I start out with a spade and carefully cut out a 12”-16” round of sod and lay it aside. That will be used in the end to patch the hole nicely. Then I dig as far down as I can with spade. Probably 30” or so. And then I switch over to post hole digger. Once in a while, I’d hit a rock or old cement chunks. I get down and make sure it is in fact just debris..Then, I would use a wrecking bar or anything else to carve dirt around it until I could pry it loose. Sometimes the hole ends up quite a bit bigger, but that’s ok. If you find a rock that seems very difficult to excavate, consider shifting the hole a bit. At times too, with old concrete debris, you can crack it by use of a sledge hammer hitting the wrecking bar. Finally, I would get down to 42” as required by this system. And the hole bottom had to be about 12” diameter to accept winged pole.

Calculate Pole Height (Twice)

The sign here had to be 30” from it’s lowest edge to the ground. I would lay it out on the ground and figure out where the grade line would be on the pole, then wrap a piece of tape there. At this point, I found it useful to use some gravel to line the bottom of the hole so the pole was pretty stable vertically. This required the hole was a couple inches deeper. So I’d set this pole in the hole then on the gravel, and adjust it until the grade line tape lined up with a straight edge I laid across the hole. Then, I’d DOUBLE CHECK my height MEASUREMENTS AND LOGIC! It’s easy to adjust now. Very difficult to adjust later! Since my sign connected to a plate which connected to the pole, all at an angle, it wasn’t completely simple. And once I almost put it in too low. You get going on a lot of assumptions sometimes. That can be a bad thing. Always be sure. Especially if you are using concrete!!!

Setting Post 

At this point, I would strap on a 2-sided post level. Get one of these. They’re about $8 and they’re very useful. So I’d hold the pole plumb by watching the 2 bubbles, and add gravel up a few inches around the wings at the bottom of the hole. Then I’d start adding dirt evenly around it.
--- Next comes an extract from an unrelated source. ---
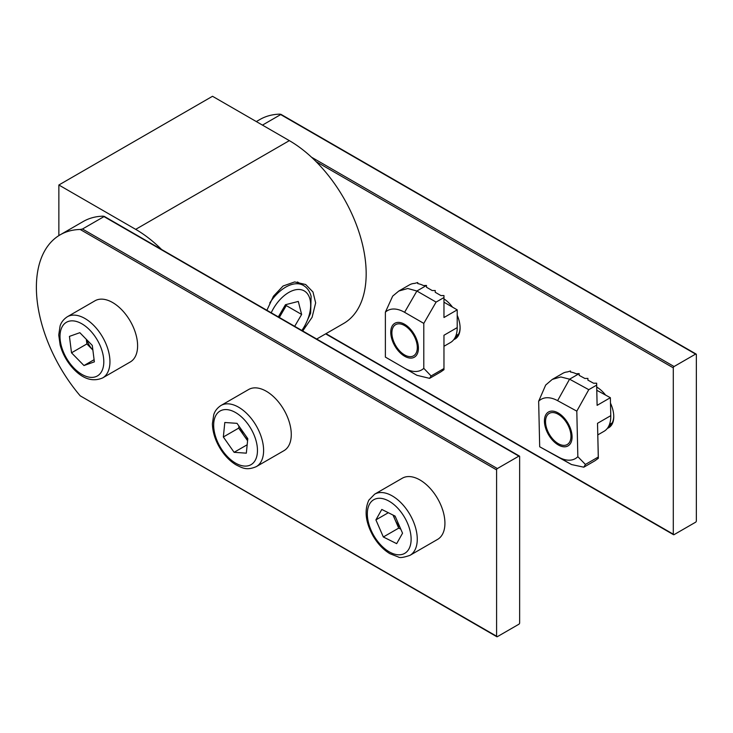 <?xml version="1.0" encoding="UTF-8"?>
<svg xmlns="http://www.w3.org/2000/svg" width="733" height="733" viewBox="0 0 733 733"><rect width="100%" height="100%" fill="white"/><g stroke="black" fill="none" stroke-linecap="round" stroke-linejoin="round"><path stroke-width="1.1" d="M266.894 310.288L273.455 296.205L283.085 286.007L294.657 281.93L305.661 284.523L312.973 291.981L315.657 302.876L312.102 317.27L302.729 330.977M161.544 249.458A108.649 62.736 -120 0 0 135.687 229.356L58.86 185L58.86 235.614M58.86 185L212.515 96.28L289.343 140.635A108.649 62.736 -120 0 1 360.324 236.383A108.649 62.736 -120 0 1 343.667 323.455L316.683 339.031M496.589 636.226L496.589 469.88L80.19 229.475A114.715 66.236 -120 0 0 60.143 234.835A114.715 66.236 -120 0 0 80.19 395.811L496.589 636.226A1.09 0.623 120 0 0 496.818 636.72A1.09 0.623 120 0 0 497.359 636.665L518.872 624.241A1.09 0.623 120 0 0 519.642 622.913L519.642 456.577A1.09 0.623 120 0 0 519.413 456.073A1.09 0.623 120 0 0 518.872 456.128L103.243 216.162A114.715 66.236 -120 0 0 83.195 221.531L60.143 234.835M80.19 229.475L82.481 229.017L103.994 216.602L103.243 216.162M496.818 636.72L80.19 395.811M82.481 229.017L497.359 468.552L518.872 456.128M497.359 468.552A1.09 0.623 120 0 0 496.589 469.88M121.614 309.656A35.312 20.387 -120 0 0 94.978 300.796L67.326 316.766A35.312 20.387 60 0 1 93.961 325.626A35.312 20.387 60 0 1 102.638 377.926L130.291 361.955A35.312 20.387 -120 0 0 121.614 309.656M86.302 339.306L86.888 343.933L92.88 350.062A16.355 9.437 60 0 1 86.778 339.791M83.974 365.547L94.365 361.855L92.294 345.426L79.833 332.69L69.443 336.383L71.513 352.811L83.974 365.547L94.09 359.701M86.888 343.933L71.513 352.811M284.45 306.421A16.355 9.437 -60 0 1 281.499 313.733L286.264 305.579L286.007 304.58M279.319 317.453L281.499 313.733A16.355 9.437 -60 0 1 279.026 317.288M294.684 326.322L301.63 314.457L298.304 301.437L285.449 304.726L278.329 316.885M286.264 305.579L301.63 314.457M247.662 439.882A16.355 9.437 60 0 1 244.089 435.778A16.355 9.437 60 0 1 240.268 427.971M256.293 466.637L283.955 450.676A35.312 20.387 -120 0 0 281.069 405.367A35.312 20.387 -120 0 0 248.643 389.507L220.981 405.477A35.312 20.387 60 0 1 253.407 421.338A35.312 20.387 60 0 1 256.293 466.637C246.526 470.797 242.137 467.819 236.191 464.942C230.932 461.79 226.24 457.291 222.126 451.464C215.923 442.42 212.68 433.176 212.396 423.738L213.752 414.667C214.1 413.678 215.328 409.197 220.981 405.477M238.912 426.047L238.711 428.109L247.58 440.744M237.025 423.344L224.802 422.501L223.345 436.987L234.111 452.316L246.334 453.168L247.791 438.682L237.025 423.344M247.177 444.775L234.111 452.316M238.711 428.109L223.345 436.987M409.949 555.357L437.61 539.387A35.312 20.387 -120 0 0 442.365 534.458A35.312 20.387 -120 0 0 434.486 493.74A35.312 20.387 -120 0 0 402.298 478.218L374.636 494.189A35.312 20.387 60 0 1 406.824 509.71A35.312 20.387 60 0 1 414.713 550.419A35.312 20.387 60 0 1 409.949 555.357C403.59 557.52 399.732 558.079 398.376 557.016L389.846 553.662C383.267 549.658 377.687 543.767 373.115 535.997C365.538 522.336 364.118 510.388 368.855 500.144L374.636 494.189M399.943 527.219A16.355 9.437 60 0 1 394.986 519.569L398.706 528.117L400.786 529.153M393.025 515.07L394.986 519.569A16.355 9.437 60 0 1 393.566 515.336M402.545 533.203L395.105 516.105L381.792 509.453L375.901 519.889L383.341 536.987L396.663 543.648L402.545 533.203M398.706 528.117L383.341 536.987M388.325 512.715L375.901 519.889M397.066 347.744A17.977 10.381 -120 0 0 404.589 354.928A17.977 10.381 -120 0 0 416.674 351.794A17.977 10.381 -120 0 0 412.111 332.755A17.977 10.381 -120 0 0 398.844 323.83A17.977 10.381 -120 0 0 391.88 332.91A17.977 10.381 -120 0 0 397.066 347.744M418.415 348.23A19.562 11.288 60 0 1 404.589 356.22A19.562 11.288 60 0 1 390.762 332.26A19.562 11.288 60 0 1 404.589 324.279A19.562 11.288 60 0 1 418.415 348.23M398.816 291.028L392.686 296.114L385.384 312.157L385.384 357.099L404.589 368.195A34.222 19.764 -120 0 0 423.793 368.342L423.793 323.39L436.089 302.097L443.969 297.552L443.969 295.555L440.89 295.555L435.228 292.284L435.228 290.515L432.149 290.515L426.487 287.235L426.487 285.467L423.408 285.531A30.786 17.775 60 0 0 417.746 283.607L417.746 282.535L414.676 283.396A30.786 17.775 60 0 0 409.555 284.825L398.816 291.028L407.759 288.5L416.885 291.01L436.089 302.097M385.384 312.157A34.222 19.764 60 0 1 404.589 312.304L423.793 323.39M443.969 302.207L457.218 309.857L457.218 327.605A32.6 18.82 60 0 1 450.465 342.531L443.969 346.278M443.969 297.552L443.969 317.517L457.218 309.857M416.885 375.287L404.589 368.195L416.885 375.287L429.602 378.356L440.341 372.153A30.786 17.775 60 0 0 440.89 371.814L443.969 369.679L443.969 368.525L431.096 375.956L423.793 368.342M443.969 368.525L443.969 335.256L457.218 327.605M429.602 378.356L431.096 375.956M546.836 415.904A17.977 10.381 -120 0 0 545.535 421.622A17.977 10.381 -120 0 0 558.253 443.639A17.977 10.381 -120 0 0 569.66 442.017A17.977 10.381 -120 0 0 563.851 419.019A17.977 10.381 -120 0 0 546.836 415.904M572.07 436.52A19.562 11.288 60 0 1 572.079 436.941A19.562 11.288 60 0 1 558.436 445.032A19.562 11.288 60 0 1 544.427 421.402A19.562 11.288 60 0 1 558.253 412.991A19.562 11.288 60 0 1 572.07 436.52M577.842 456.677A34.222 19.764 -120 0 1 558.894 457.264L539.69 446.773L571.511 464.548L583.825 467.187L585.41 464.447L577.842 456.677L576.807 411.149L588.773 389.672L596.653 385.127L596.653 383.185L593.574 383.231L587.912 380.134L587.912 378.411L584.842 378.457L579.18 375.36L579.18 373.638L576.101 373.748A30.786 17.775 60 0 0 570.476 372.016L570.485 370.999L567.434 371.924A30.786 17.775 60 0 0 562.825 373.326L552.261 379.419L560.818 376.954L569.568 379.181L588.773 389.672M539.69 446.773L538.654 401.244A34.222 19.764 60 0 1 557.602 400.658L576.807 411.149M552.261 379.419L545.691 385.045L538.654 401.244M596.809 390.286L610.36 397.698L610.772 415.666A32.6 18.82 60 0 1 604.029 431.306L597.826 434.88M596.653 383.185L597.111 405.349L610.36 397.698M597.111 405.349L596.653 385.127M583.825 467.187L594.39 461.094A30.786 17.775 60 0 0 595.333 460.48L598.357 458.272L598.284 457.016L585.41 464.447M598.284 457.016L597.514 423.317L598.357 458.272M587.948 380.161L587.912 378.411M579.217 375.388L579.18 373.638L569.568 379.181L557.602 400.658M570.512 372.025L570.485 370.999M596.735 387.088A24.18 13.954 60 0 1 605.577 395.078M610.488 403.141A24.18 13.954 60 0 1 613.759 416.656A24.18 13.954 60 0 1 607.355 428.356M443.969 298.917A24.18 13.954 60 0 1 452.499 307.136M457.218 315.309A24.18 13.954 60 0 1 460.095 327.935A24.18 13.954 60 0 1 453.773 339.617M325.974 333.671L673.297 534.201L673.297 367.856L316.079 161.617M262.451 125.114L280.702 114.577L279.951 114.146A114.715 66.236 -120 0 0 259.903 119.506L256.321 121.568M673.297 534.201A1.09 0.623 120 0 0 673.526 534.696A1.09 0.623 120 0 0 674.067 534.641L695.58 522.226A1.09 0.623 120 0 0 696.35 520.897L696.35 354.552A1.09 0.623 120 0 0 696.121 354.057A1.09 0.623 120 0 0 695.58 354.103L279.951 114.146M311.507 157.201L674.067 366.527L695.58 354.103M674.067 366.527A1.09 0.623 120 0 0 673.297 367.856M608.509 426.588A23.09 13.331 -120 0 0 608.976 426.331A23.09 13.331 -120 0 0 613.75 416.197M454.946 337.821A23.09 13.331 -120 0 0 455.321 337.62A23.09 13.331 -120 0 0 460.095 327.486M135.687 229.356L289.343 140.635M89.783 330.07A30.969 17.876 -120 0 0 61.471 328.228A30.969 17.876 -120 0 0 74.033 368.168A30.969 17.876 -120 0 0 102.336 370.009A30.969 17.876 -120 0 0 89.783 330.07M301.849 330.464A30.969 17.876 120 0 0 309.977 299.201A30.969 17.876 120 0 0 292.998 290.488A30.969 17.876 120 0 0 271.21 312.771M269.753 302.986A35.312 20.387 -60 0 1 303.352 285.384L297.442 281.967M222.612 450.74A30.969 17.876 -120 0 0 253.224 462.981A30.969 17.876 -120 0 0 248.514 424.92A30.969 17.876 -120 0 0 217.912 412.688A30.969 17.876 -120 0 0 222.612 450.74M369.569 504.057A30.969 17.876 -120 0 0 379.575 543.666A30.969 17.876 -120 0 0 408.877 549.044A30.969 17.876 -120 0 0 398.88 509.426A30.969 17.876 -120 0 0 369.569 504.057M426.487 285.467L416.885 291.01L404.589 312.304M558.894 457.264L571.511 464.548M597.514 423.317L610.772 415.666M104.104 216.299L519.413 456.073M67.326 316.766C61.673 320.477 60.436 324.966 60.088 325.956L58.741 335.018L60.143 344.996C62.69 354.286 67.308 362.423 73.996 369.432C83.48 379.19 93.027 382.021 102.638 377.926M302.555 330.867L310.636 313.211L311.113 296.352C309.867 291.413 307.274 287.757 303.352 285.384M455.899 335.714L458.537 334.193M391.88 332.91L391.88 332.26M609.462 424.489L612.202 422.904M280.812 114.275L696.121 354.057M325.654 333.854L673.526 534.696"/></g></svg>

I’d get about 8 inches of dirt in there, and then while checking for plumb, use a sledge hammer to dangle in the hole and pack the dirt as tight as possible, all around the pole. I’d repeat this process until hole was filled, making adjustments to pole for plumb. I’d leave enough room at the top for the thickness of the sod cap, then place that by cutting a hole in the sod for the pole. I’d pack this down good, adding or removing dirt under it until it was packed and level with the ground. While doing so, you can remove the tape at the grade level line.

Attaching Sign with Security Hardware

At this point, all I had to do was attach the mounting plate to the pole plate and the sign to that mounting plate. As luck would have it, the hardware was accidentally not shipped. I figured out though, what hardware to use. Ideally, you’ll use all stainless steel for parts that are exposed. This hardware was all 5/16”. 

The pole plate to mounting plate has an interesting tamper resistant system. There are 4 Flat Head Socket Cap Screws that have a hex drive and these point down through countersunk holes in mounting plate. The plate on the pole had corresponding holes that were hexagonal shaped. Here you place 5/16” Flange Nuts, or Serrated Nuts into hex holes, and screw down socket cap screws until tight. 

The sign had studs that would go through the mounting plate and then be fastened down with tamper resistant Tuff Nuts. These are cool. They are sort of pyramidal nuts that you can only fasten by taking an extra Tuff Nut and threading it on upside-down next to the one that will stay on. Then you tighten both by using a box wrench or adjustable wrench that straddles the Vs made by opposing nuts. Once tight, you remove the helper nut. To remove, you would need one of these nuts on hand.

Then, I’d stand back and admire my fine work!